In any event, the films have gotten an entirely new generation of people to read the original books. That's always a good thing, IMO.

4 ( +5 / -1 )

It took shrewd guidance by NZ's best government in a generation to bring this huge money-maker to NZ. Amazing that the partisan and naïve in godzone argued against having the movies made here...

3 ( +4 / -1 )

Hollywood greed stretching a single, not very thick novel into $745 million dollars of 3 films. What indulgence. What a cynical cash grab.

I enjoyed the LotR movies but I am not going to watch these.

4 ( +7 / -3 )

What would a side-by-side comparison of production costs and revenues for the Lord of the Rings trilogy look like next to that of The Hobbit? Inflation being what it is, I'm sure it would be a moot point of no real worth.

Still, knowing the latter was based on one book whereas the Trilogy really was three tomes - each measurably larger than the original Hobbit ever was then having subsequently bought all of them; viewing each over and over again; the shift from faithful cinematographic interpretation to simple commercial "noise" is annoyingly distracting.

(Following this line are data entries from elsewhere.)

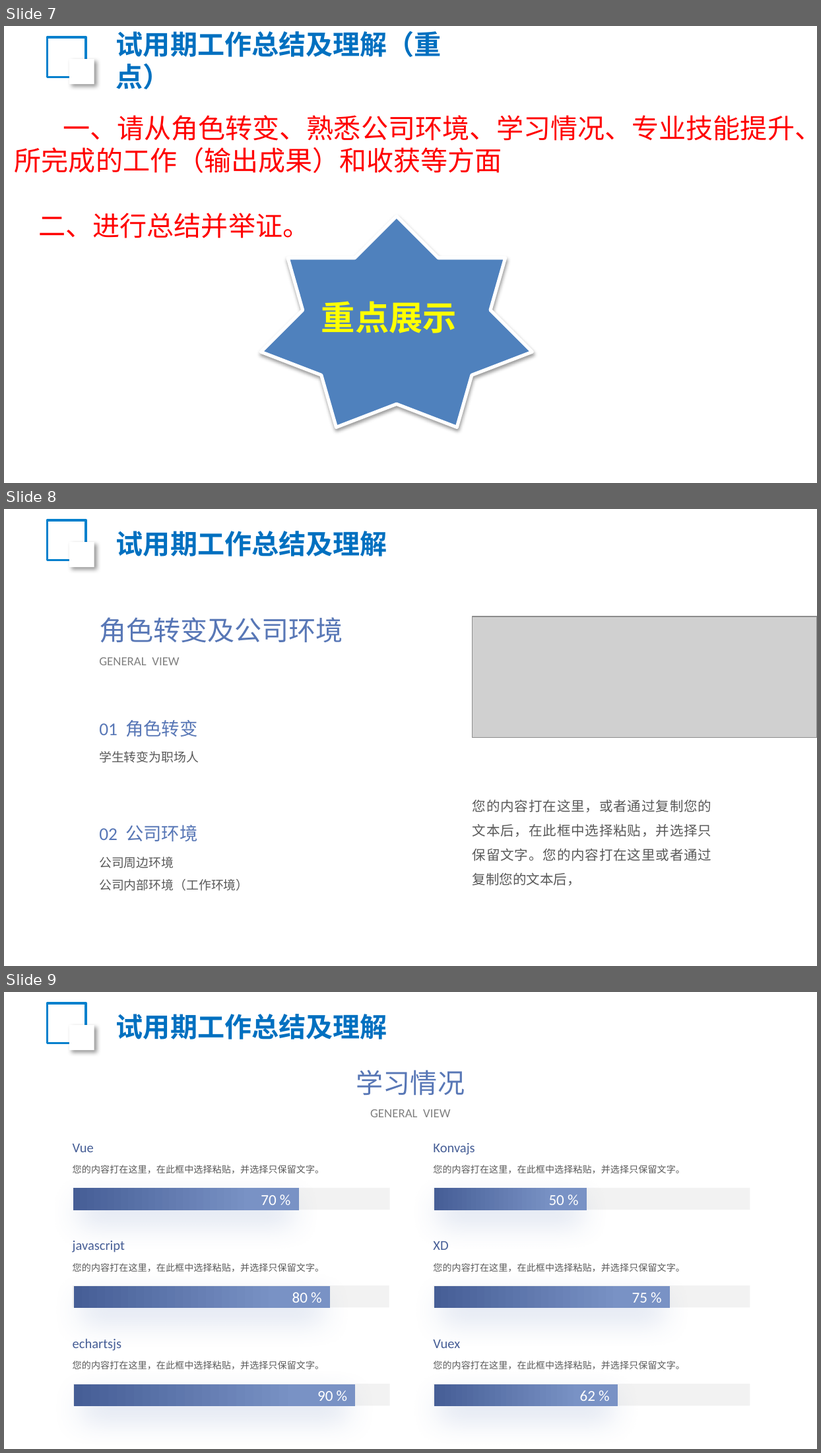
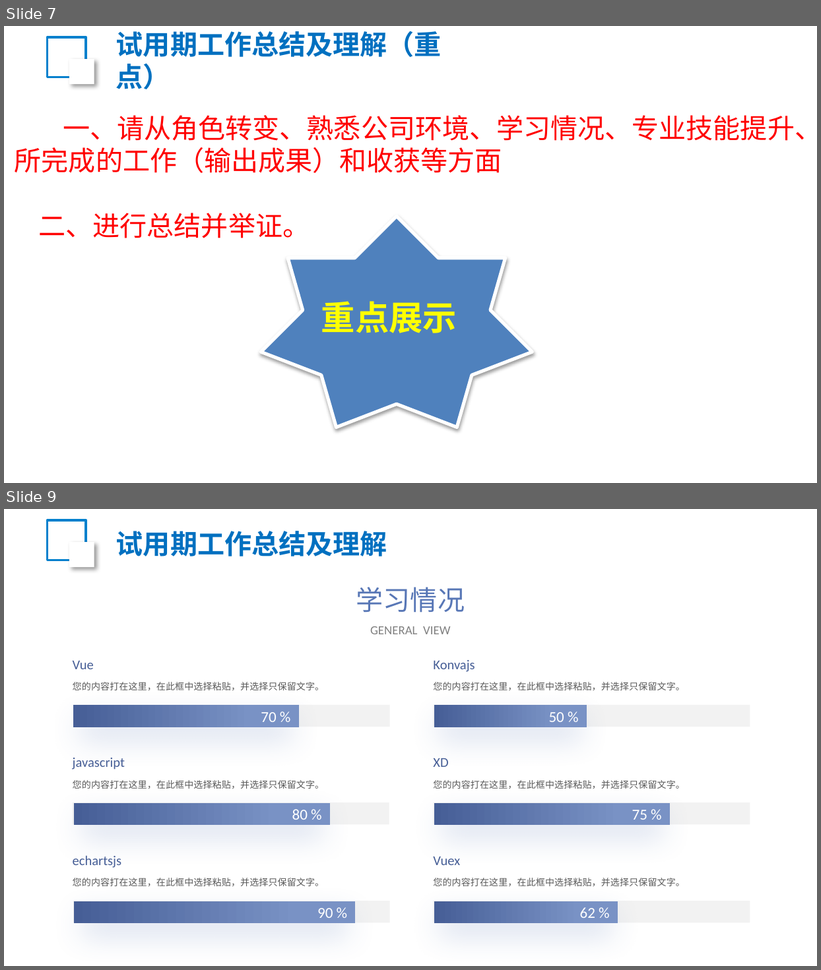
Before and after one commit to MaoLanghahaha/personal_notes, a slide deck: 2021校招新员工转正答辩模板.pptx. Shown one above the other, each under a label of ours: slides 7, 8 and 9 before the commit, slides 7 and 9 after it; the slides between them are not shown. The pictures are 821x1453 and 821x970 pixels, drawn with LibreOffice and Linux fonts; fonts in the diff are those of the drawing; grey boxes stand for pictures; background and template pictures are left out. Boxes give left, top, right and bottom in pixels: in the first picture for what was removed or moved away, otherwise in the second. Text is boxed around its words. In the diff, an @@ line names an element or a change of style, - is before the commit and + after.

```diff
--- a/2021校招新员工转正答辩模板.pptx
+++ b/2021校招新员工转正答辩模板.pptx
@@ slide 8 removed at <box>4,509,817,966</box>, background picture (left out) @@
@@ rectangle removed at <box>47,520,86,560</box> @@
@@ rectangle removed at <box>69,543,94,568</box> @@
@@ text removed at <box>116,531,387,557</box> @@
-试用期工作总结及理解
@@ text removed at <box>99,617,343,642</box> @@
-角色转变及公司环境
@@ picture removed at <box>473,617,817,737</box> @@
@@ text removed at <box>99,657,179,665</box> @@
-GENERAL VIEW
@@ text removed at <box>99,720,197,737</box> @@
-01 角色转变
@@ text removed at <box>99,751,199,763</box> @@
-学生转变为职场人
@@ text removed at <box>473,800,712,886</box> @@
-您的内容打在这里，或者通过复制您的文本后，在此框中选择粘贴，并选择只保留文字。您的内容打在这里或者通过复制您的文本后，
@@ text removed at <box>99,825,197,842</box> @@
-02 公司环境
@@ text removed at <box>99,857,248,891</box> @@
-公司周边环境
-公司内部环境（工作环境）
```
Also in this commit, not shown: 1 slide added, 1 other file.
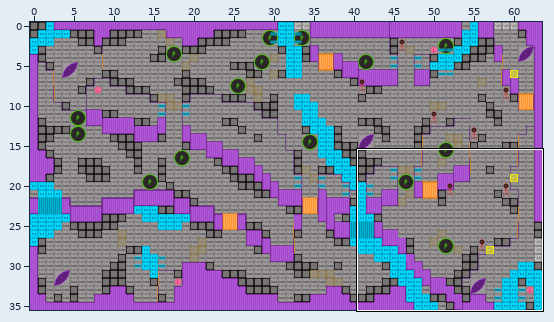
Two states of a Tiled map (JSON), assets/data/hive_DESI_Level0-Greyboxing_2024-06-17.tmj. Above: a wide view before the commit, with the close-up outlined.
Close-up. Before the commit:
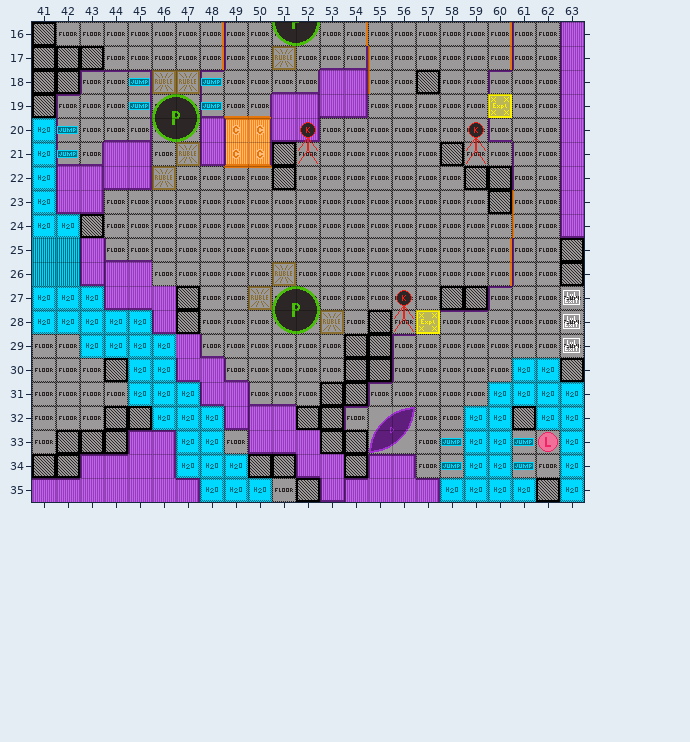
Cells are 24x24 px. Shown: x 41..63, y 16..35. The commit also changed other parts of the map, which this record leaves out.
The same view after the edit:
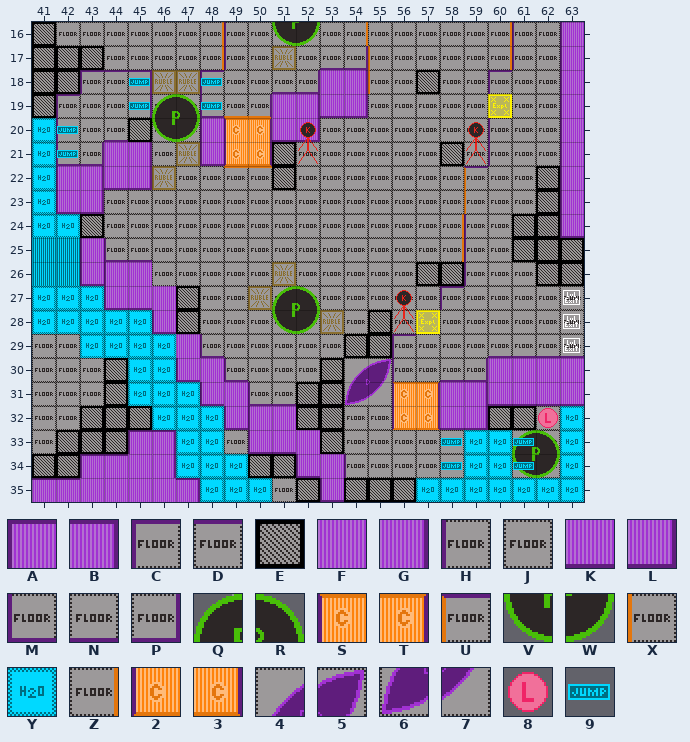
Key: from "hive_DESI_GreyboxingTileset_20": A 0, B 2, C 4, D 5, E 7, F 11, G 12, H 14, J 15, K 21, L 22, M 24, N 25, P 26, Q 28, R 29, S 30, T 32, U 33, V 38, W 39, X 43, Y 44, Z 45, 2 50, 3 52, 4 65, 5 66, 6 75, 7 76, 8 85, 9 86.
_ is an empty cell, # one hidden under a higher layer, . an unchanged one.
Diff:
--- layer "Non-Interactables 1"
@@ x 43..44 @@
-31 ._
-32 _.
+31 .E
+32 E.
--- layer "Background 2"
@@ x 60..60 @@
-21 J
+21 #
@@ x 54..63 @@
-30 ......____
-31 ....______
-32 __..__.._.
-33 ___.......
-34 ___.......
+30 ......FFFF
+31 ....FGKKKK
+32 JJ..KL..J.
+33 JJJ.......
+34 HJJ.......
--- layer "Non-Interactables 2"
@@ x 60..60 @@
-22 E
+22 _
@@ x 57..58 @@
-26 __
+26 EE
@@ x 52..62 @@
-30 ._EE.......
-31 _.E........
-32 ........_..
-33 .........__
-34 .........__
-35 ..___......
+30 .E__.......
+31 E._........
+32 ........E..
+33 .........JJ
+34 .........JJ
+35 ..EEE......
--- layer "Interactables 2"
@@ x 58..58 @@
-24 _
-25 _
+24 Z
+25 Z
@@ x 54..62 @@
-30 __.......
-31 __.......
-32 ..__...._
-33 .......__
-34 .......__
-35 ..._...._
+30 45.......
+31 67.......
+32 ..23....8
+33 .......QR
+34 .......VW
+35 ...Y....Y
--- layer "Invisibles 2"
@@ x 61..61 @@
-33 _
-34 _
+33 9
+34 9
--- layer "Background 3"
@@ x 60..61 @@
-20 M.
-21 _H
-22 _H
-23 _#
+20 H.
+21 HJ
+22 JJ
+23 JJ
@@ x 54..63 @@
-25 .....__H..
-26 .....__H..
-27 ....__C...
-28 ....DD....
-29 ......JJJJ
-30 ....JJJ..#
-31 .CJJJJ....
-32 C##JJ.....
-33 ###....JJ.
-34 #AB....JJ.
-35 AFFB....#.
+25 .....HJ#..
+26 .....HJJ..
+27 ....CJJ...
+28 ....JJ....
+29 ......NNNN
+30 ....NP_.._
+31 ._____....
+32 _____.....
+33 ___....__.
+34 ___....__.
+35 ____...._.
--- layer "Non-Interacables 3"
@@ x 45..45 @@
-20 _
+20 E
@@ x 59..62 @@
-22 ..._
-23 ..._
-24 _.__
-25 ..__
-26 ..._
+22 ...E
+23 ...E
+24 H.EE
+25 ..EE
+26 ...E
@@ x 63..63 @@
-30 E
+30 _
@@ x 54..62 @@
-33 E........
-34 E........
-35 ........E
+33 _........
+34 _........
+35 ........_
--- layer "Interactables 3"
@@ x 59..61 @@
-22 _..
-23 _.X
-24 ..X
+22 U..
+23 X._
+24 .._
@@ x 55..63 @@
-30 ......YY.
-31 .__..YYYY
-32 45..YY.Y.
-33 67.....8.
+30 ......__.
+31 .ST..____
+32 __..__._.
+33 __....._.
--- layer "Invisibles 3"
@@ x 61..61 @@
-33 9
-34 9
+33 _
+34 _
Boxes around the changes in both close-ups, in picture pixels (x1, y1, x2, y2):
added: (128, 118, 152, 142)
changed: (296, 140, 584, 502)
added: (80, 382, 128, 430)

I hate to say it but it's like watching Jackson "sell out" to the Lords of Avarice, like watching Saruman becoming corrupt under the guiles of Sauron.

-1 ( +2 / -3 )

And they will make back every penny and a lot more. mazing that Jackson'r first movie (Bad Taste - made in New Zealand too) cost a few hundred dollars to make with him and some mates acting. The boy done good. Still think the LoTR movies better than these two Hobbit ones.

2 ( +2 / -0 )

To punish them for turning the pleasant, thin novel The Hobbit into a trilogy, adding lots of crap that no one needs, I have made the decision to never buy the movies in any form. I will watch them, just never own them in Blu-ray.

3 ( +7 / -4 )

Tolkien would be proud..... with the size of the books in question, Jackson has done a remarkable job of getting their essence to the screen. I wait with anticipation for each new installment, beats the hell out of some of the other Hollywood drivel.

0 ( +5 / -5 )

That is a lot of money. can't all be on digital effects and the like. Sets? Are the cast being well paid? Ideally they would want a cur of the gross, no? Extras? do orcs get more than minimum wage?

2 ( +2 / -0 )

Hobbit 1 might not have been that good but they came back full force in hobbit 2. I cant wait to see the last part I think its going to be one hell of a rollercoaster ride.

6 ( +7 / -1 )

Way too much money for this. Much better spent preserving the environment as they all preach.

-5 ( +9 / -14 )

Wait until you see the price tag for the Silmarillion....

15 ( +15 / -0 )

I have to disagree. I loved the Lord of the Rings films, but have not been impressed at all with the Hobbit. The narrative isn`t anywhere near as coherent as it was in the Lord of the Rings and it feels like about half the stuff is just filler. I watched the first Hobbit with eager anticipation at the theatre the week it was released. The second one I watched on an airplane and found myself falling asleep midway through. I might not even bother with the third one.

8 ( +12 / -4 )

Money well spent. Tolkien would be proud. One of the greatest cinematic achievements in the history of art.